#### [ASSIGNMENT]
Pictures stay out of your copy, but everything else in the records below must be repeated exactly.

:: RECORD EXTRACTS

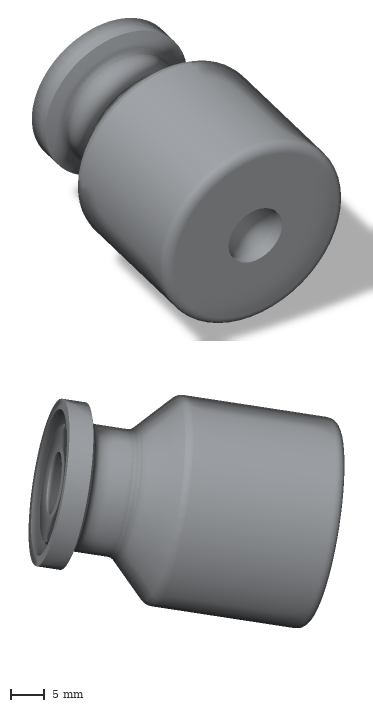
import cadquery as cq
import math

length = 41.27

body_radius = 31.5 / 2
neck_radius = 19.05 / 2
bore_radius = 9.4 / 2
shoulder_angle = math.radians(45)
shoulder_start = 11.09
shoulder_blend = 1.5
end_blend = 1.5

flange_radius = 24.99 / 2
flange_rim_width = 3.63
flange_back_angle = math.radians(20)
flange_blend = 0.75

recess_radius = 21.89 / 2
land_radius = 8.75
land_depth = 0.77
groove_center_depth = 1.33
groove_round_radius = 0.8

shoulder_length = (body_radius - neck_radius) / math.tan(shoulder_angle)
shoulder_end = shoulder_start + shoulder_length
flange_back_length = (flange_radius - neck_radius) * math.tan(flange_back_angle)
neck_start = flange_rim_width + flange_back_length


def revolve_about_x(profile):
    return profile.revolve(360, (0, 0, 0), (1, 0, 0))


def make_outer_body():
    profile = (
        cq.Workplane("XY")
        .lineTo(0, flange_radius)
        .lineTo(flange_rim_width, flange_radius)
        .lineTo(neck_start, neck_radius)
        .lineTo(shoulder_start, neck_radius)
        .lineTo(shoulder_end, body_radius)
        .lineTo(length, body_radius)
        .lineTo(length, 0)
        .close()
    )
    return revolve_about_x(profile)


def blend_circle(body, x, radius):
    """Round the circular edge centred on the axis at position x."""
    half = 0.01
    selector = cq.selectors.BoxSelector((x - half, -half, -half), (x + half, half, half))
    return body.edges(selector).fillet(radius)


def make_face_recess():
    """Recess over the land, with a round-bottomed groove around it."""
    center_radius = recess_radius - groove_round_radius

    run = groove_center_depth - land_depth
    rise = center_radius - land_radius
    wall_angle = math.atan2(rise, run) - math.asin(groove_round_radius / math.hypot(run, rise))

    def round_point(angle):
        x = groove_center_depth + groove_round_radius * math.cos(angle)
        return x, center_radius + groove_round_radius * math.sin(angle)

    arc_start = math.pi / 2
    arc_end = wall_angle - math.pi / 2
    profile = (
        cq.Workplane("XY")
        .lineTo(0, recess_radius)
        .lineTo(groove_center_depth, recess_radius)
        .threePointArc(round_point((arc_start + arc_end) / 2), round_point(arc_end))
        .lineTo(land_depth, land_radius)
        .lineTo(land_depth, 0)
        .close()
    )
    return revolve_about_x(profile)


def make_bore():
    return cq.Workplane("YZ").circle(bore_radius).extrude(length)


outer_body = make_outer_body()
outer_body = blend_circle(outer_body, neck_start, flange_blend)
outer_body = blend_circle(outer_body, shoulder_start, shoulder_blend)
outer_body = blend_circle(outer_body, shoulder_end, shoulder_blend)
outer_body = blend_circle(outer_body, length, end_blend)

result = outer_body.cut(make_face_recess()).cut(make_bore())

::::

#### [WRITTEN RESPONSE]
import cadquery as cq
import math

length = 41.27

body_radius = 31.5 / 2
neck_radius = 19.05 / 2
bore_radius = 9.4 / 2
shoulder_angle = math.radians(45)
shoulder_start = 11.09
shoulder_blend = 1.5
end_blend = 1.5

flange_radius = 24.99 / 2
flange_rim_width = 3.63
flange_back_angle = math.radians(20)
flange_blend = 0.75

recess_radius = 21.89 / 2
land_radius = 8.75
land_depth = 0.77
groove_center_depth = 1.33
groove_round_radius = 0.8

shoulder_length = (body_radius - neck_radius) / math.tan(shoulder_angle)
shoulder_end = shoulder_start + shoulder_length
flange_back_length = (flange_radius - neck_radius) * math.tan(flange_back_angle)
neck_start = flange_rim_width + flange_back_length


def revolve_about_x(profile):
    return profile.revolve(360, (0, 0, 0), (1, 0, 0))


def make_outer_body():
    profile = (
        cq.Workplane("XY")
        .lineTo(0, flange_radius)
        .lineTo(flange_rim_width, flange_radius)
        .lineTo(neck_start, neck_radius)
        .lineTo(shoulder_start, neck_radius)
        .lineTo(shoulder_end, body_radius)
        .lineTo(length, body_radius)
        .lineTo(length, 0)
        .close()
    )
    return revolve_about_x(profile)


def blend_circle(body, x, radius):
    """Round the circular edge centred on the axis at position x."""
    half = 0.01
    selector = cq.selectors.BoxSelector((x - half, -half, -half), (x + half, half, half))
    return body.edges(selector).fillet(radius)


def make_face_recess():
    """Recess over the land, with a round-bottomed groove around it."""
    center_radius = recess_radius - groove_round_radius

    run = groove_center_depth - land_depth
    rise = center_radius - land_radius
    wall_angle = math.atan2(rise, run) - math.asin(groove_round_radius / math.hypot(run, rise))

    def round_point(angle):
        x = groove_center_depth + groove_round_radius * math.cos(angle)
        return x, center_radius + groove_round_radius * math.sin(angle)

    arc_start = math.pi / 2
    arc_end = wall_angle - math.pi / 2
    profile = (
        cq.Workplane("XY")
        .lineTo(0, recess_radius)
        .lineTo(groove_center_depth, recess_radius)
        .threePointArc(round_point((arc_start + arc_end) / 2), round_point(arc_end))
        .lineTo(land_depth, land_radius)
        .lineTo(land_depth, 0)
        .close()
    )
    return revolve_about_x(profile)


def make_bore():
    return cq.Workplane("YZ").circle(bore_radius).extrude(length)


outer_body = make_outer_body()
outer_body = blend_circle(outer_body, neck_start, flange_blend)
outer_body = blend_circle(outer_body, shoulder_start, shoulder_blend)
outer_body = blend_circle(outer_body, shoulder_end, shoulder_blend)
outer_body = blend_circle(outer_body, length, end_blend)

result = outer_body.cut(make_face_recess()).cut(make_bore())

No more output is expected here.